Vehicle rentals and vehicle storage fees also increase costs as repairs take longer due to more sophisticated technology, Wendland notes. Labor shortages in the auto repair industry are also exacerbating repair times. According to the Crash Course report, salaries for auto repair workers have grown at a faster rate since the beginning of 2022. From the beginning of 2019 to the end of 2021, the growth rate each quarter was about 3% or lower. In the first quarter of 2022, growth jumped to 5% and then exceeded 7% in each of the second, third and fourth quarters of 2022.
“When you have such a shortage of talent, you have to pay them more, and then it turns around and drives up the cost of labor in those valuations,” Wendland says. “We’re feeling it all over the place, in that stores are experiencing downtime right now due to demand for needed repairs and a lack of talent.”
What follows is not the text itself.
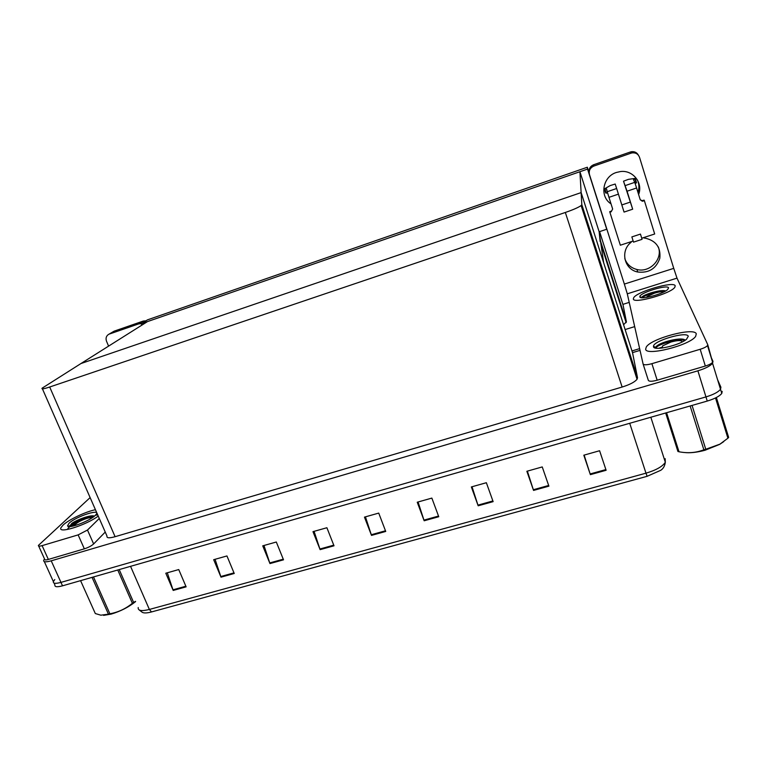 <?xml version="1.0" encoding="UTF-8"?>
<svg xmlns="http://www.w3.org/2000/svg" width="767" height="767" viewBox="0 0 767 767"><rect width="100%" height="100%" fill="white"/><g stroke="black" fill="none" stroke-linecap="round" stroke-linejoin="round"><path stroke-width="1.15" d="M599.583 231.615L623.063 304.978L622.938 304.355L629.218 302.38M600.149 241.519L599.142 231.759L606.726 229.247L606.496 228.039M623.571 324.767L626.399 321.785L623.063 304.978M639.64 348.621L631.979 350.941L639.64 348.621M629.161 351.794L628.288 352.053L629.161 351.794M634.673 326.617L625.115 329.561M622.286 330.433L621.414 330.702M141.291 323.741L587.56 169.076L587.33 167.235L147.485 319.858L141.291 323.741L141.866 325.141M587.33 167.235L589.171 173.016M587.56 169.076L606.726 229.247M603.667 262.793L581.127 192.603L80.966 363.539L147.494 321.594L579.919 171.722L599.142 231.759L603.667 262.793M42.434 388.859L106.996 536.066C106.479 538.108 109.182 538.319 115.098 536.699L622.133 387.038C629.784 384.641 634.76 382.052 637.051 379.262L637.511 377.738L632.526 352.628L581.127 192.603L80.966 363.539L42.137 388.169C41.207 389.358 43.729 388.974 49.692 387.009L565.337 212.469C573.179 209.755 578.443 207.454 581.127 205.556L581.827 204.684L579.919 171.722M717.605 379.761L720.913 387.239L720.52 389.281C718.286 392.09 713.435 394.631 705.966 396.913L60.967 582.393C55.521 583.84 53 583.572 53.374 581.578L54.783 579.574M711.019 357.029L712.994 361.372L712.562 363.299C710.28 365.993 705.391 368.496 697.884 370.816L51.216 560.821C45.771 562.316 43.259 562.115 43.7 560.236L44.534 558.961M632.526 352.628L640.033 350.366M630.253 355.198L629.381 355.457M720.913 387.239L720.52 389.281C718.286 392.09 713.435 394.631 705.966 396.913L60.967 582.393C55.521 583.84 53 583.572 53.374 581.578L44.323 561.626M606.122 470.276L599.593 450.737L583.812 455.195L590.369 474.648L606.122 470.276M584.138 455.099L590.369 474.648M548.904 486.153L542.24 466.93L526.862 471.274L533.554 490.42L548.904 486.153M527.37 471.13L533.554 490.42M493.133 501.637L486.355 482.711L471.35 486.94L478.167 505.789L493.133 501.637M472.021 486.757L478.167 505.789M438.762 516.728L431.859 498.09L417.238 502.222L424.17 520.774L438.762 516.728M418.063 501.992L424.17 520.774M186.122 586.841L178.74 569.555L165.797 573.217L173.198 590.437L186.122 586.841M167.292 572.796L173.198 590.437M234.242 573.486L226.946 555.95L213.686 559.689L221.001 577.168L234.242 573.486M215.057 559.306L221.001 577.168M283.522 559.814L276.312 542.01L262.726 545.845L269.965 563.572L283.522 559.814M263.982 545.49L269.965 563.572M334.009 545.797L326.895 527.734L312.974 531.656L320.117 549.651L334.009 545.797M314.087 531.349L320.117 549.651M385.734 531.445L378.725 513.094L364.459 517.121L371.506 535.395L385.734 531.445M365.437 516.843L371.506 535.395M647.127 476.307L645.987 473.172C656.073 470.171 662.515 466.537 665.325 462.29C664.797 466 663.263 468.675 660.742 470.305L647.127 476.307L151.53 611.941C147.139 613.111 144.081 613.255 142.365 612.382L139.249 609.995M722.169 391.352L721.785 393.413C719.561 396.242 714.719 398.792 707.251 401.064L62.52 585.825C57.074 587.263 54.543 586.985 54.917 584.972L54.054 583.073M95.424 509.7C85.549 511.723 68.656 519.719 63.038 525.107L60.977 527.686C57.324 534.206 85.894 525.357 98.234 516.086C85.894 525.357 57.324 534.206 60.977 527.686L63.038 525.107C68.656 519.719 85.549 511.723 95.424 509.7M78.138 534.887L87.486 530.045L93.632 543.956C91.465 545.893 88.368 547.523 84.341 548.836L78.138 534.887L42.108 545.634L48.35 559.431C45.646 560.178 44.409 560.083 44.62 559.153L38.695 546.075M84.341 548.836L48.35 559.431M93.632 543.956L105.242 532.068M108.444 334.489L114.139 331.162L108.444 334.489C106.162 336.109 105.53 338.362 106.536 341.267L108.588 346.118M141.435 323.655L138.789 323.856L143.324 321.037L114.139 331.162M143.324 321.037L145.941 320.827M138.789 323.856L109.336 334.067M90.123 497.601L38.398 545.423C38.168 546.325 39.405 546.392 42.108 545.634M99.279 518.473L87.486 530.045M637.444 179.996C639.179 184.032 639.362 188.193 637.991 192.469M611.021 203.849C599.295 196.573 602.584 176.611 616.38 172.46L620.513 171.549C632.928 169.814 643.254 182.949 638.614 194.492M696.283 333.837C694.375 326.972 651.499 338.352 646.322 346.924L645.651 349.129C645.661 356.454 689.993 345.313 695.64 336.377L696.283 333.837L695.64 336.377C689.993 345.313 645.661 356.454 645.651 349.129L646.322 346.924C651.499 338.352 694.375 326.972 696.283 333.837M675.19 285.794C674.001 280.875 637.147 291.537 633.705 297.692L633.341 298.938C633.187 304.221 671.154 293.608 674.845 287.232L675.19 285.794L674.845 287.232C671.154 293.608 633.187 304.221 633.341 298.938L633.705 297.692C637.147 291.537 674.001 280.875 675.19 285.794M658.431 291.057L654.673 292.131M641.893 297.088L642.027 297.769M660.943 291.7L665.545 290.942M677.127 340.347L683.646 339.378M643.849 237.53L644.012 238.038L643.82 237.54M631.183 242.238L631.02 241.72L631.183 242.238C619.928 250.713 624.127 269.476 637.693 271.997L636.965 269.505C630.953 267.932 626.898 264.327 624.808 258.661M707.788 344.795L712.629 362.292C711.498 363.625 709.072 364.871 705.333 366.032L700.175 349.273L651.902 363.673L657.166 380.211C652.084 381.554 649.15 381.602 648.336 380.355L643.12 364.066M705.333 366.032L657.166 380.211M658.297 246.916C663.139 259.054 649.793 273.014 636.965 269.505M589.161 172.757C588.586 169.008 590.082 166.343 593.629 164.742L593.879 166.055C590.101 167.791 588.634 170.629 589.468 174.569L624.348 284.078L673.742 268.364L677.002 278.133L707.74 344.642L707.51 345.562C706.359 346.866 703.914 348.103 700.175 349.273M673.742 268.364L639.515 157.293C638.23 154.023 635.785 152.556 632.19 152.882L631.011 153.179L630.33 152.01L593.629 164.742M630.33 152.01L631.5 151.713C634.597 151.377 636.888 152.518 638.374 155.145M631.011 153.179L593.879 166.055M644.012 238.038L645.124 238.134C656.044 240.685 660.933 247.405 659.802 258.316C656.149 268.718 648.777 273.282 637.693 271.997M677.002 278.133L627.291 293.819L643.091 363.97C643.887 365.14 646.821 365.044 651.902 363.673M627.291 293.819L624.348 284.078M608.96 197.34L607.224 191.712L616.649 188.509L618.423 194.137L608.96 197.34L612.651 209.007L611.165 211.797L609.88 212.229L620.34 245.219L633.159 241.02L633.504 242.132L631.864 236.907L640.455 234.088L641.739 238.221L654.682 233.983L644.366 200.676L644.107 200.129L642.075 200.686L640.234 199.717M625.249 185.585L634.75 182.354L636.591 187.982L627.061 191.213L623.523 181.194L632.679 209.199L624.06 212.075L618.423 194.137M627.061 191.213L632.679 209.199M616.649 188.509L615.211 184.032L610.225 185.566L604.406 188.912L606.534 188.893L607.224 191.712M640.455 234.088L641.739 238.221M611.165 211.797L611.031 211.222L609.746 211.654L609.88 212.229M644.366 200.676L642.324 201.232L640.244 199.746L636.591 187.982M634.75 182.354L633.484 179.708L634.865 178.932L636.14 183.035L635.181 183.581M623.523 181.194L628.422 179.353L634.971 178.423L634.865 178.932M607.608 192.996L605.69 192.977L604.473 189.142M636.466 182.517L636.14 183.035M641.653 237.962L642.046 239.342L633.504 242.132M621.816 204.942L630.388 202.066L630.618 202.747M655.814 348.113L655.67 347.173L657.779 345.275C663.369 341.373 681.086 337.183 684.845 339.877M653.513 346.751L653.484 346.31C653.216 340.807 686.935 330.989 688.267 336.253L686.532 339.254C679.591 345.409 653.685 351.209 653.513 346.751M661.605 347.346L658.68 348.295M685.065 340.308C677.577 338.698 659.246 343.99 656.37 347.336L655.862 348.122M683.522 339.34C676.484 338.563 662.295 342.312 657.587 345.447L656.284 346.396M641.624 297.74L642.708 296.388C646.466 293.569 661.777 289.332 665.526 290.933M639.851 296.896L639.831 296.647C639.505 292.841 667.76 284.173 668.575 287.874L667.626 289.59C662.813 294.192 639.86 300.175 639.851 296.896M664.711 291.489C657.837 291.22 643.906 295.583 642.094 297.701M665.344 290.875C659.409 290.29 645.987 294.106 642.593 296.503L641.902 297.03M67.554 525.846L68.992 523.305C76.154 516.229 102.394 507.927 95.75 514.878L95.29 515.366C89.988 520.946 68.052 529.24 67.554 525.846L69.538 526.526L71.801 523.391C77.429 519.46 91.206 514.532 94.245 516.086M75.856 523.88L69.95 526.546M69.663 525.625L87.122 516.929M93.91 516.536C86.997 516.354 70.919 523.516 69.711 526.066L69.567 526.593M93.497 515.884C86 516.757 78.771 519.259 71.801 523.391M723.712 441.639L719.647 444.381L705.026 450.258C696.762 452.453 689.801 453.192 684.126 452.472M716.378 397.517L728.65 437.42L727.912 438.206L715.515 397.948M692.064 405.417L705.774 449.261L719.935 444.151L727.912 438.206M705.774 449.261L703.866 449.788L690.137 405.964M662.055 348.045L662.64 345.869L670.924 342.034C677.664 340.212 681.345 340.117 681.968 341.756L681.863 342.111M666.571 412.713L679.006 451.763L677.923 451.485L665.66 412.982M679.006 451.763C687.855 453.46 696.148 452.798 703.866 449.788M646.562 297.423L647.137 296.551L654.376 293.195C659.284 291.748 662.266 291.412 663.321 292.189M135.606 601.568L135.366 601.779C128.635 607.167 120.572 611.27 111.167 614.108L103.583 615.374M119.201 569.574L133.621 602.411L135.51 601.357M133.621 602.411L132.375 603.274L117.754 569.996M93.497 576.947L109.882 613.782C118.271 612.258 125.759 608.749 132.375 603.274M109.882 613.782L108.444 614.175L92.05 577.359M74.715 525.625L75.185 524.523C77.668 522.202 81.551 520.16 86.824 518.396C89.653 517.572 91.263 517.476 91.656 518.108M80.573 580.648L95.309 613.542L100.841 615.182L108.444 614.175M600.465 240.867L626.399 321.785M697.884 370.816L707.251 401.064M51.216 560.821L62.52 585.825M49.692 387.009L115.098 536.699M565.337 212.469L622.133 387.038M581.827 204.684L637.511 377.738M650.838 417.229L665.325 462.29L665.181 458.695M138.213 607.522C137.792 610.753 141.511 611.404 149.373 609.458L151.53 611.941M130.543 566.324L149.373 609.458L645.987 473.172L629.717 423.279M385.485 530.793L371.266 534.733M333.75 545.155L319.877 549.009M283.263 559.181L269.725 562.94M233.983 572.863L220.771 576.535M185.863 586.228L172.959 589.813M438.523 516.057L423.94 520.112M492.893 500.956L477.937 505.117M548.664 485.473L533.324 489.73M605.892 469.577L590.139 473.948M643.062 201.107L642.804 200.57M606.266 193.179L604.981 189.113M677.999 339.445L667.75 342.245M656.59 347.125L655.641 347.7M662.314 290.894L655.008 292.764M97.706 514.897L95.607 515.232M93.047 515.836L88.08 517.418M69.931 526.661L67.889 528.358M600.906 243.877L626.15 322.629M712.562 363.299L721.785 393.413M581.127 205.556L637.051 379.262M632.19 152.882L631.5 151.713M712.629 362.292L707.51 345.562M642.324 201.232L642.075 200.686M636.543 182.757L635.268 178.653M655.632 347.403L653.484 346.31M656.37 347.336L656.13 346.559M641.615 297.538L639.831 296.647"/></g></svg>

Despite all the new technology in new cars, their price is not rising as dramatically as the cost of repairing them, CCC’s Verlaine explained. “There is a mass adoption of this technology,” he says. “For car manufacturers, this is economies of scale. This reduces the cost of building these things into the car. But for repairs, it makes cars a lot more difficult.”
Just as consumers and markets may not have anticipated higher repair costs and higher prices for used cars, Verlaine said, insurers have been caught off guard by their premium and claims business model.
“The insurers had a really hard time because they were insuring these cars in terms of the premiums they were charging, based on a time when a lot of those forces weren’t involved,” he says. “They systematically undercharge customers given the amount of money they have to pay for these repairs.” To fill this gap, auto insurers are pushing for higher rates or have already received them from various state insurance regulators, Verlaine notes.
According to Forrester’s Carney, one possible way to stem the surge in repair costs could be the auto parts market. “You will need more spare parts. Maybe they are not new parts, maybe they are used parts, or maybe they are refurbished parts,” she says. “This could lead to lower prices for repairs and spare parts due to access to more refurbished parts.”